Personal information
- Full name: Billel Attafen
- Date of birth: July 3, 1985 (age 39)
- Place of birth: Tipaza, Algeria
- Position(s): Midfielder

Team information
- Current team: MC Alger
- Number: 8

Senior career*
- Years: Team / Apps / (Gls)
- 2005–2009: NA Hussein Dey / - / (-)
- 2009–: MC Alger / 38 / (4)

International career
- 2007: Algeria U23 / - / (-)

= Billel Attafen =

Algerian football player (born 1985)

Billel Attafen (born July 3, 1985) is an Algerian football player.

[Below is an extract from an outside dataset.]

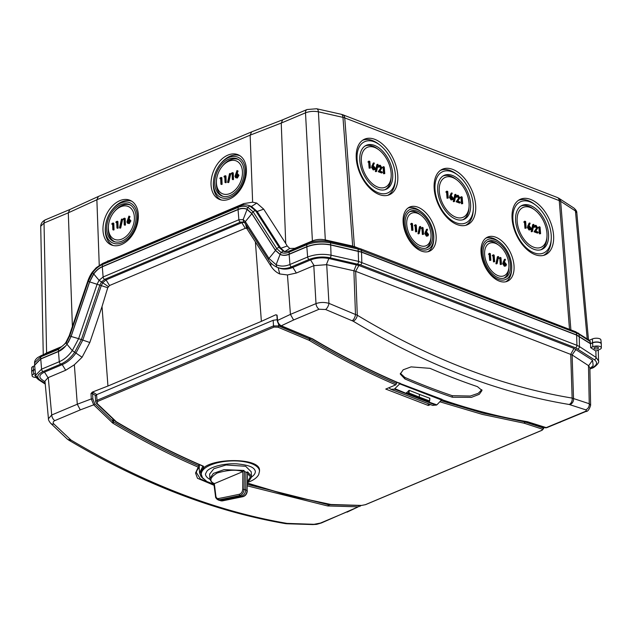 <?xml version="1.0" encoding="UTF-8"?>
<svg xmlns="http://www.w3.org/2000/svg" width="633" height="633" viewBox="0 0 633 633"><rect width="100%" height="100%" fill="white"/><g stroke="black" fill="none" stroke-linecap="round" stroke-linejoin="round"><path stroke-width="0.95" d="M128.918 216.082L129.298 216.28L127.993 219.548L129.441 219.208L130.192 220.545L128.602 223.267L127.652 223.307L126.916 221.938L128.918 216.082L130.01 216.581L128.982 219.137M129.441 219.208L130.904 220.838L129.314 223.568L127.652 223.307M120.776 206.754A17.803 11.987 -67.2 0 0 114.138 211.913A17.803 11.987 -67.2 0 0 108.457 225.435A17.803 11.987 -67.2 0 0 120.412 239.591A17.803 11.987 -67.2 0 0 134.394 218.393A17.803 11.987 -67.2 0 0 120.776 206.754M111.804 224.153L112.096 223.338L113.79 223.227L114.027 229.834L113.552 230.04L112.84 229.739L112.627 223.805L111.804 224.153L112.65 224.391M115.902 222.428L116.195 221.613L117.888 221.495L118.126 228.109L117.651 228.307L116.939 228.015L116.725 222.08L115.902 222.428L116.749 222.666M122.66 219.311L120.713 227.967L120.215 228.181L119.502 227.88L121.449 219.224L122.66 219.311M123.213 219.342L123.498 218.535L125.192 218.417L125.437 225.031L124.962 225.229L124.25 224.929L124.028 219.002L123.213 219.342L124.052 219.588M236.987 170.53L237.367 170.736L236.054 173.996L237.51 173.656L238.253 174.993L236.663 177.723L235.721 177.762L234.978 176.385L236.987 170.53L238.071 171.037L237.051 173.584M237.51 173.656L238.965 175.294L237.375 178.023L235.721 177.762M228.845 161.209A17.803 11.987 -67.2 0 0 222.207 166.368A17.803 11.987 -67.2 0 0 216.526 179.891A17.803 11.987 -67.2 0 0 228.481 194.046A17.803 11.987 -67.2 0 0 242.463 172.841A17.803 11.987 -67.2 0 0 228.845 161.209M219.873 178.601L220.157 177.794L221.851 177.675L222.096 184.29L221.621 184.488L220.909 184.195L220.695 178.261L219.873 178.601L220.711 178.846M223.971 176.876L224.256 176.069L225.949 175.95L226.195 182.557L225.72 182.763L225.008 182.462L224.786 176.528L223.971 176.876L224.81 177.121M230.729 173.766L228.782 182.415L228.276 182.628L227.571 182.328L229.51 173.679L230.729 173.766M231.274 173.798L231.567 172.983L233.261 172.872L233.506 179.479L233.023 179.685L232.311 179.384L232.097 173.45L231.274 173.798L232.121 174.035M488.439 254.213L489.436 253.295L490.353 253.651L490.86 260.258L489.657 260.432L489.198 254.506L488.439 254.213L489.436 253.295M492.252 255.677L493.249 254.767L494.167 255.123L494.674 261.722L493.471 261.896L493.012 255.977L492.252 255.677L493.249 254.767M496.367 263.921L495.9 263.739L497.372 256.832L498.131 256.492L498.598 256.666L497.127 263.573L496.367 263.921M499.049 258.304L500.046 257.394L500.964 257.742L501.478 264.349L500.276 264.523L499.817 258.596L499.049 258.304L500.046 257.394M505.909 265.915L504.335 266.248L502.673 263.66L504.327 259.514L505.087 259.166L505.458 259.657L504.351 261.825L506.487 264.483L505.909 265.915L505.094 265.907L503.433 263.312L505.087 259.166M498.021 275.64A17.803 10.642 -114.5 0 1 484.609 252.52A17.803 10.642 -114.5 0 1 499.097 245.438A17.803 10.642 -114.5 0 1 508.908 267.007A17.803 10.642 -114.5 0 1 498.021 275.64M410.532 224.169L411.529 223.251L412.439 223.607L412.953 230.214L411.751 230.388L411.292 224.462L410.532 224.169L411.529 223.251M414.338 225.633L415.343 224.723L416.253 225.079L416.767 231.678L415.565 231.852L415.106 225.934L414.338 225.633L415.343 224.723M418.46 233.878L417.986 233.696L419.465 226.788L420.225 226.448L420.692 226.622L419.22 233.53L418.46 233.878M421.143 228.26L422.14 227.35L423.058 227.698L423.572 234.305L422.361 234.479L421.902 228.553L421.143 228.26L422.14 227.35M428.003 235.872L426.42 236.204L424.767 233.617L426.42 229.47L427.18 229.122L427.544 229.613L426.444 231.781L428.573 234.439L428.003 235.872L427.18 235.864L425.526 233.268L427.18 229.122M420.114 245.596A17.803 10.642 -114.5 0 1 406.702 222.476A17.803 10.642 -114.5 0 1 421.182 215.394A17.803 10.642 -114.5 0 1 431.002 236.964A17.803 10.642 -114.5 0 1 420.114 245.596M382.348 167.547L383.345 166.637L384.263 166.993L384.769 173.592L383.566 173.766L383.107 167.84L382.348 167.547L383.345 166.637M382.356 172.659L378.985 171.361L381.477 167.705L380.298 165.957L378.827 166.867L379.46 165.268L380.275 165.284L381.921 167.824L379.998 171.092L382.308 171.986L382.356 172.659L381.596 173.007L378.225 171.709L380.718 168.054L379.396 166.257M379.27 167.033L378.067 167.207L378.7 165.609L379.46 165.268M375.844 171.693L375.377 171.511L376.857 164.612L377.616 164.263L378.083 164.445L376.603 171.345L375.844 171.693M374.776 169.597L373.193 169.929L371.539 167.341L373.193 163.195L373.953 162.847L374.325 163.338L373.217 165.506L375.345 168.164L374.776 169.597L373.953 169.589L372.299 166.993L373.953 162.847M377.79 187.091A21.862 13.071 -114.5 0 1 361.316 158.701A21.862 13.071 -114.5 0 1 379.104 149.997A21.862 13.071 -114.5 0 1 391.162 176.488A21.862 13.071 -114.5 0 1 377.79 187.091M367.915 161.985L368.912 161.075L369.83 161.423L370.345 168.03L369.142 168.204L368.683 162.277L367.915 161.985L368.912 161.075M538.161 227.635L539.166 226.725L540.076 227.081L540.59 233.68L539.387 233.854L538.928 227.927L538.161 227.635L539.166 226.725M538.177 232.746L534.806 231.449L537.298 227.801L536.119 226.044L534.64 226.954L535.273 225.356L536.088 225.372L537.741 227.92L535.819 231.18L538.121 232.074L538.177 232.746L537.417 233.094L534.046 231.797L536.539 228.141L535.217 226.345M535.091 227.12L533.88 227.294L534.513 225.696L535.273 225.356M531.665 231.781L531.198 231.599L532.67 224.699L533.429 224.351L533.904 224.533L532.424 231.433L531.665 231.781M530.596 229.684L529.014 230.016L527.36 227.429L529.006 223.283L529.766 222.935L530.138 223.425L529.038 225.593L531.166 228.252L530.596 229.684L529.774 229.676L528.12 227.081L529.766 222.935M533.603 247.179A21.862 13.071 -114.5 0 1 517.129 218.789A21.862 13.071 -114.5 0 1 534.925 210.085A21.862 13.071 -114.5 0 1 546.975 236.576A21.862 13.071 -114.5 0 1 533.603 247.179M523.736 222.072L524.733 221.162L525.651 221.51L526.165 228.117L524.955 228.291L524.496 222.365L523.736 222.072L524.733 221.162M460.254 197.591L461.251 196.681L462.169 197.037L462.683 203.636L461.481 203.81L461.022 197.884L460.254 197.591L461.251 196.681M460.27 202.702L456.899 201.405L459.392 197.757L458.213 196.001L456.733 196.91L457.366 195.312L458.181 195.328L459.827 197.876L457.904 201.136L460.215 202.03L460.27 202.702L459.511 203.051L456.14 201.753L458.632 198.097L457.311 196.301M457.176 197.077L455.974 197.251L456.607 195.652L457.366 195.312M453.758 201.737L453.283 201.555L454.763 194.655L455.523 194.307L455.989 194.489L454.518 201.389L453.758 201.737M452.682 199.64L451.107 199.973L449.446 197.385L451.1 193.239L451.859 192.891L452.231 193.382L451.123 195.55L453.26 198.208L452.682 199.64L451.867 199.632L450.205 197.037L451.859 192.891M455.697 217.135A21.862 13.071 -114.5 0 1 439.223 188.745A21.862 13.071 -114.5 0 1 457.01 180.041A21.862 13.071 -114.5 0 1 469.069 206.532A21.862 13.071 -114.5 0 1 455.697 217.135M445.83 192.028L446.827 191.119L447.745 191.467L448.251 198.074L447.048 198.248L446.589 192.321L445.83 192.028L446.827 191.119M120.642 203.074A21.862 14.725 -67.2 0 0 112.484 209.412A21.862 14.725 -67.2 0 0 105.513 226.013A21.862 14.725 -67.2 0 0 120.199 243.396A21.862 14.725 -67.2 0 0 137.369 217.364A21.862 14.725 -67.2 0 0 120.642 203.074M120.705 204.696A20.074 13.522 112.8 0 1 129.828 204.72A20.074 13.522 112.8 0 1 133.84 228.141A20.074 13.522 112.8 0 1 114.304 241.679A20.074 13.522 112.8 0 1 107.064 223.94A20.074 13.522 112.8 0 1 120.705 204.696M104.469 262.671L243.76 203.597L252.63 202.196L250.138 135.161L251.665 131.854L282.753 119.772M99.246 265.322L96.873 199.759L98.384 196.459L251.618 131.878M227.92 155.109A24.196 16.3 -67.2 0 0 211.477 178.308A24.196 16.3 -67.2 0 0 220.213 199.688A24.196 16.3 -67.2 0 0 243.752 183.372A24.196 16.3 -67.2 0 0 238.918 155.14A24.196 16.3 -67.2 0 0 227.92 155.109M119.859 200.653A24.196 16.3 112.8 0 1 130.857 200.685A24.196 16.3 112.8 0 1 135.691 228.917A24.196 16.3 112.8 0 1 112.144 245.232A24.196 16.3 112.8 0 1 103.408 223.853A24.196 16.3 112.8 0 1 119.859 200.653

He currently plays for MC Alger in the Algerian Ligue Professionnelle 1.

==Club career==
In the summer of 2009, Attafen joined MC Alger, after spending four seasons with NA Hussein Dey.

==International career==
On April 27, 2007, Attafen was called up by coach Abdelhafid Tasfaout to the Algerian Under-23 National Team for a training camp in Algiers to prepare for the 2007 All-Africa Games. In November, he was called up again to the team, this time for the 2007 UNAF Under-23 tournament in Tunis which Algeria won 4–2 on penalties in the final against Tunisia.